⏰Fourteenth Sunday in Ordinary Time (Year C)

Isa 66:10-14c; Ps 66:1-3a, 4-5, 6-7a, 16 and 20 (R.v.1); Gal 6:14-18; Luke 10:1-12, 17-20


“May the grace of our Lord Jesus Christ be with your spirit” (Gal 6:18), Amen.

Last Sunday, we noted that anyone who is in Christ is a new creation (cf. 2 Cor 5:17). That is the reason St. Paul could make this all important claim today, in the Second Reading, saying that he bears the mark of Jesus (Gal 6:18). In fact, in another place, he makes it more categorical, “It is no longer I who live but Christ who lives in me” (Gal 2:20). Consider the perspective from which Paul makes both claims; it is based on his association with the Cross of Christ (cf. Gal 2:20, 6:14). This tells us that St. Paul understood and responded positively to Christ’s invitation to us to carry our crosses daily and follow him.

Before now, Paul had noted that such union with Jesus guarantees true freedom (cf. Gal 5:1, 13) and now, he articulates that his joy and glory comes from that only (cf. Gal 6:14). Why would it not be so for him when we consider that in relation to First Reading where the prophet Isaiah describes the fortunes of Jerusalem and its inhabitants based on the actions of God upon it. There, Jerusalem is described as a place of joy, satisfaction, abundance, and comfort. Remember that Jesus is on his way to Jerusalem. When he gets there, he is going to bring to fulfilment, that prophecy of Isaiah. Only those who bear his mark on their body would hear him and be with him in Jerusalem.

Here comes the all important message of today: Discipleship begins with having the mark of Jesus in us, but must extend to carrying him to others. Remember that we said, last Sunday, that to live outside of him means death (cf. John 3:36). So it is a very important duty for every disciple of Christ to carry him about and spread him to all the ends of the earth. That is the meaning of the seventy others who were sent in today’s Gospel.

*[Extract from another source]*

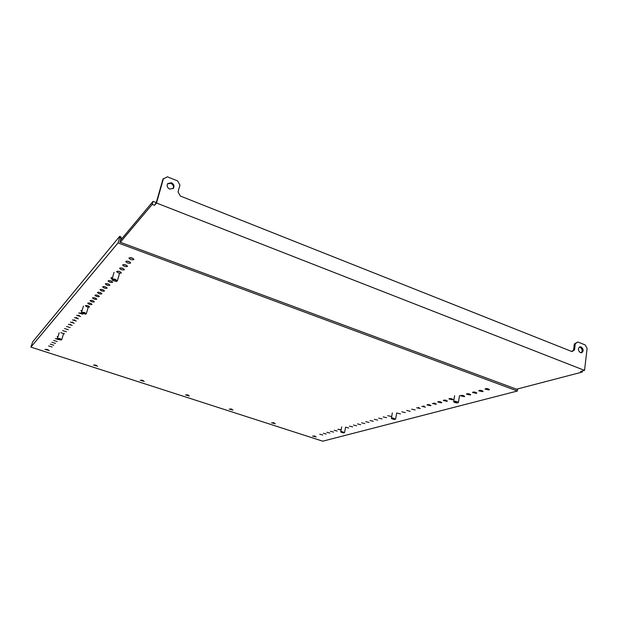 <?xml version="1.0" encoding="UTF-8"?>
<svg xmlns="http://www.w3.org/2000/svg" width="618" height="618" viewBox="0 0 618 618"><rect width="100%" height="100%" fill="white"/><g stroke="black" fill="none" stroke-linecap="round" stroke-linejoin="round"><path stroke-width="0.93" d="M275.288 423.763L271.511 422.782L275.288 423.763M93.465 364.999L97.652 366.227L93.465 364.999M233.056 410.113L229.185 409.077L233.056 410.113M144.28 381.422L140.209 380.263L144.28 381.422M44.983 349.325L49.293 350.63L44.983 349.325M50.274 344.141L53.805 345.215L50.274 344.141M51.951 342.302L55.512 343.384L51.951 342.302M53.658 340.441L57.242 341.53L53.658 340.441M58.957 339.73L55.357 338.61L57.598 338.749M57.814 337.297L57.119 336.686L58.053 336.509M60.773 332.646L64.481 333.782L60.773 332.646M62.634 330.615L66.365 331.758L62.634 330.615M64.527 328.544L68.289 329.703L64.527 328.544M66.45 326.443L70.243 327.602L66.45 326.443M68.413 324.296L72.236 325.47L68.413 324.296M70.406 322.109L74.268 323.299L70.406 322.109M72.437 319.885L76.338 321.09L72.437 319.885M74.508 317.621L78.44 318.834L74.508 317.621M76.617 315.311L80.587 316.532L76.617 315.311M78.764 312.955L82.766 314.191L78.764 312.955M81.823 311.472L80.904 310.669L82.132 310.429M85.469 305.624C87.161 305.362 88.528 305.786 89.579 306.899L89.525 307.015C87.833 307.277 86.458 306.845 85.415 305.74L85.469 305.624M87.787 303.083C89.494 302.812 90.877 303.245 91.943 304.373L91.881 304.496C90.174 304.759 88.791 304.326 87.733 303.199L87.787 303.083M90.158 300.487C91.881 300.209 93.279 300.649 94.345 301.793L94.291 301.916C92.561 302.194 91.163 301.762 90.097 300.611L90.158 300.487M92.576 297.845C94.315 297.559 95.728 298 96.802 299.158L96.74 299.297C94.994 299.575 93.588 299.135 92.515 297.976L92.576 297.845M95.041 295.149C96.802 294.848 98.223 295.296 99.313 296.478L99.243 296.617C97.482 296.91 96.06 296.462 94.979 295.28L95.041 295.149M97.551 292.391C99.336 292.09 100.773 292.538 101.87 293.735L101.8 293.882C100.016 294.183 98.579 293.735 97.489 292.53L97.551 292.391M100.124 289.579C101.924 289.263 103.376 289.718 104.481 290.939L104.411 291.086C102.603 291.402 101.159 290.947 100.054 289.726L100.124 289.579M102.742 286.713C104.566 286.389 106.026 286.845 107.146 288.081L107.068 288.243C105.253 288.56 103.785 288.104 102.681 286.86L102.742 286.713M105.423 283.778C107.262 283.446 108.737 283.909 109.865 285.168L109.795 285.331C107.949 285.663 106.466 285.199 105.354 283.94L105.423 283.778M108.158 280.788C110.012 280.441 111.51 280.904 112.646 282.187L112.569 282.356C110.707 282.704 109.208 282.233 108.088 280.951L108.158 280.788M112.121 278.973L110.877 277.899L112.53 277.559M116.725 271.41C118.648 271.024 120.186 271.503 121.352 272.855L121.267 273.048C119.344 273.426 117.806 272.94 116.647 271.596L116.725 271.41M119.714 268.142C121.653 267.741 123.214 268.227 124.388 269.602L124.303 269.803C122.356 270.197 120.796 269.711 119.629 268.336L119.714 268.142M122.766 264.805C124.728 264.388 126.304 264.883 127.486 266.281L127.401 266.489C125.431 266.891 123.855 266.397 122.673 265.006L122.766 264.805M125.887 261.383C127.872 260.958 129.463 261.453 130.661 262.882L130.568 263.098C128.575 263.515 126.984 263.013 125.794 261.592L125.887 261.383M129.077 257.891C131.086 257.443 132.692 257.953 133.905 259.398L133.812 259.622C131.796 260.062 130.189 259.552 128.984 258.108L129.077 257.891M48.629 345.949L52.128 347.007L48.629 345.949M189.409 396.007L185.446 394.917L189.409 396.007M316.177 436.98L312.484 436.045L316.177 436.98M326.296 434.029L323.276 433.28L326.296 434.029M322.758 434.995L319.753 434.238L322.758 434.995M329.888 433.056L326.845 432.299L329.888 433.056M333.535 432.075L330.476 431.31L333.535 432.075M337.243 431.07L334.153 430.298L337.243 431.07M341.128 429.749L337.891 429.278L341.074 430.028M348.706 427.965L345.547 427.185L348.706 427.965M352.646 426.899L349.471 426.111L352.646 426.899M356.648 425.81L353.45 425.022L356.648 425.81M360.719 424.713L357.498 423.917L360.719 424.713M364.852 423.593L361.607 422.797L364.852 423.593M369.054 422.449L365.779 421.654L369.054 422.449M373.326 421.291L370.027 420.495L373.326 421.291M377.675 420.116L374.346 419.313L377.675 420.116M382.086 418.919L378.734 418.116L382.086 418.919M386.574 417.706L383.199 416.895L386.574 417.706M391.14 416.47L387.733 415.659L391.14 416.47M400.51 413.929L397.05 413.11L400.51 413.929M405.323 412.631L401.831 411.804L405.323 412.631M410.213 411.302L406.69 410.483L410.213 411.302M415.196 409.958L411.642 409.131L415.196 409.958M420.263 408.583L416.686 407.756L420.263 408.583M425.423 407.185L421.816 406.35L425.423 407.185M430.676 405.763L430.993 405.423L427.355 404.589L427.038 404.929L430.676 405.763M436.03 404.311L436.354 403.963L432.361 403.477L436.03 404.311M441.484 402.836L441.816 402.48L438.108 401.638L437.776 401.994L441.484 402.836M447.038 401.329L447.378 400.958L443.639 400.124L443.299 400.487L447.038 401.329M452.693 399.8L453.048 399.421L449.278 398.579L448.923 398.958L452.693 399.8M464.342 396.64L464.713 396.238L460.873 395.396L460.503 395.798L464.342 396.64M470.337 395.018L470.723 394.601L466.845 393.759L466.466 394.176L470.337 395.018M476.447 393.365L476.841 392.932L472.932 392.082L472.538 392.515L476.447 393.365M482.681 391.673L483.091 391.225L479.135 390.383L478.734 390.823L482.681 391.673M489.047 389.95L489.456 389.494L485.47 388.645L485.06 389.101L489.047 389.95M515.667 390.383L118.046 242.905L30.9 347.1L322.743 441.182L517.39 391.016L515.667 390.383M486.32 388.544L488.382 388.861M480.016 390.29L481.986 390.591M473.851 391.997L475.713 392.291M467.795 393.666L469.564 393.952M461.87 395.311L463.531 395.582M450.352 398.502L451.797 398.749M444.767 400.055L446.096 400.279M439.282 401.584L440.487 401.785M433.913 403.083L434.987 403.268M428.645 404.551L429.572 404.713M423.485 406.003L424.249 406.134M418.44 407.432L418.989 407.525M516.555 389.201L119.853 242.086L121.035 238.077L119.622 237.544L118.046 242.905M314.075 435.883L314.971 436.069M186.814 394.732L188.382 395.126M133.264 258.587L130.004 257.621M130.004 262.063L126.829 261.12M126.806 265.462L123.724 264.55M123.685 268.784L120.695 267.895M120.634 272.028L117.729 271.171M112.476 277.752L111.997 277.505M111.858 281.352L109.231 280.572M109.054 284.326L106.52 283.577M106.304 287.239L103.863 286.513M103.615 290.089L101.267 289.394M100.981 292.886L98.725 292.214M98.393 295.62L96.238 294.979M95.86 298.301L93.797 297.691M93.372 300.927L91.41 300.34M90.939 303.5L89.077 302.944M88.544 306.018L86.783 305.501M81.615 313.295L80.201 312.878M79.39 315.628L78.092 315.242M77.188 317.915L76.029 317.567M75.025 320.155L74.021 319.854M72.893 322.349L72.059 322.102M70.776 324.496L70.151 324.311M48.235 349.827L46.296 349.263M141.561 380.093L143.268 380.541M230.607 408.9L231.997 409.224M96.578 365.454L94.747 364.944M272.994 422.604L274.176 422.866M517.683 388.907L517.39 391.016M119.622 237.544L119.629 236.385L32.708 341.808L30.9 347.1M119.629 236.385L121.043 236.918L121.035 238.077M581.198 352.801C582.759 350.808 582.403 348.961 580.124 347.246L579.336 347.092M580.433 352.646L581.739 352.724C583.801 350.939 583.593 349.023 581.105 346.953L579.784 346.876C577.737 348.668 577.954 350.591 580.433 352.646M173.048 188.644C173.99 186.443 173.287 184.689 170.939 183.368L167.54 183.847M169.68 189.093L173.341 188.343C174.593 186.103 173.967 184.241 171.456 182.766L167.756 183.538C166.536 185.786 167.177 187.633 169.68 189.093M582.349 370.962L582.218 372.075L580.565 371.433L584.528 370.391L156.508 203.013L154.539 205.323L152.198 204.411L153.063 201.36L120.332 240.456M584.528 370.391L587.1 348.444L585.207 344.952L577.838 341.986L575.296 343.708L574.547 349.842L571.998 351.588L180.317 196.03L178.046 191.889L179.931 185.083L177.667 180.95L167.393 176.818L162.967 179.096L156.431 202.109L154.539 205.323M156.076 202.534L153.063 201.36M152.198 204.411L120.332 242.264M582.218 372.075L516.177 389.301M163.469 178.478L156.508 203.013M575.296 343.708L574.315 344.002L573.566 350.128L574.547 349.842M574.315 344.002L577.838 341.986M571.642 351.449L573.566 350.128M343.484 432.894L344.156 432.785L341.708 431.882L341.113 432.252L343.484 432.894M344.473 432.592L341.592 431.472L340.734 431.743L340.989 432.082M59.784 338.988C58.247 338.587 57.59 338.633 57.814 339.112L61.143 340.047L59.784 338.988M61.213 340.008L61.746 339.668L59.946 338.571L57.459 338.463L57.713 338.95M84.195 312.886C82.379 312.422 81.646 312.515 82.009 313.164L85.593 314.16C86.08 313.844 85.608 313.419 84.195 312.886M85.717 314.099L86.327 313.689L84.38 312.414L81.553 312.368L81.839 312.886M88.397 305.995L87.864 305.755M394.346 419.483L395.165 419.328C395.165 418.842 394.284 418.502 392.523 418.332L391.835 418.834L394.346 419.483M395.489 419.128L392.407 417.868L391.364 418.247L391.65 418.579M456.911 402.982L457.946 402.766C457.984 402.187 457.019 401.816 455.064 401.646L454.261 402.357L456.911 402.982M458.247 402.573L458.456 402.202L454.941 401.136L453.643 401.669L453.967 401.986M115.041 279.892C112.808 279.344 112.005 279.529 112.63 280.448L116.447 281.476C117.15 281.082 116.686 280.557 115.041 279.892M116.678 281.368L117.374 280.858L115.257 279.344C113.372 278.795 112.283 278.818 111.989 279.406L112.322 279.977M340.757 431.627L341.692 426.914M344.581 432.415L345.593 427.27M61.746 339.668L63.484 333.967M57.474 338.425L59.181 332.824M86.327 313.689L88.243 307.246M81.576 312.291L83.43 306.103M395.165 419.328L395.574 419.074M391.395 418.077L392.337 412.894M395.636 418.88L396.71 412.932M457.946 402.766L458.394 402.48M453.682 401.414L454.616 395.651M458.456 402.202L459.506 395.605M117.374 280.858L119.467 273.65M112.028 279.274L114.052 272.353"/></g></svg>

Contrast this sending of the seventy from the previous sending of the twelve. While the twelve could be a representation of the twelve tribes of Israel, seventy could be understood as a universal representation. In the Jewish tradition, the number of the nations of the earth is seventy. So, this sending of the seventy others is an invitation to all to join in the mission of taking the Gospel to the ends of the earth. By the way, we can equally impose the idea of the Church’s teaching on the ministerial priesthood and ordinary priesthood of Christ on this, where the ministerial priesthood is given to a few and the ordinary priesthood given to all Christ’s faithful.

Are you involved in that mission already? What is holding back?

The Gospel also tells us of the urgency of this mission. Beyond that, it is a mission that avoids distraction of any kind. That is why Jesus told them not to carry any extra thing that might drag them down. That is to also help them remember that they depend on Divine Providence because the work they do belongs to God.

This calls every one of us to make an introspection into what gingers to work for God. I just asked myself now these questions: “Am I priest because of material gains or because I want to serve God and God’s people? Is salvation my goal?”

Today’s liturgy is reminding me that it is all for God. What of you?

May God grant us the grace to live our lives at all times for him so that we shall also share his life with him in Jerusalem.

Have a joyful Sunday under the protective watch of God. Peace be with you.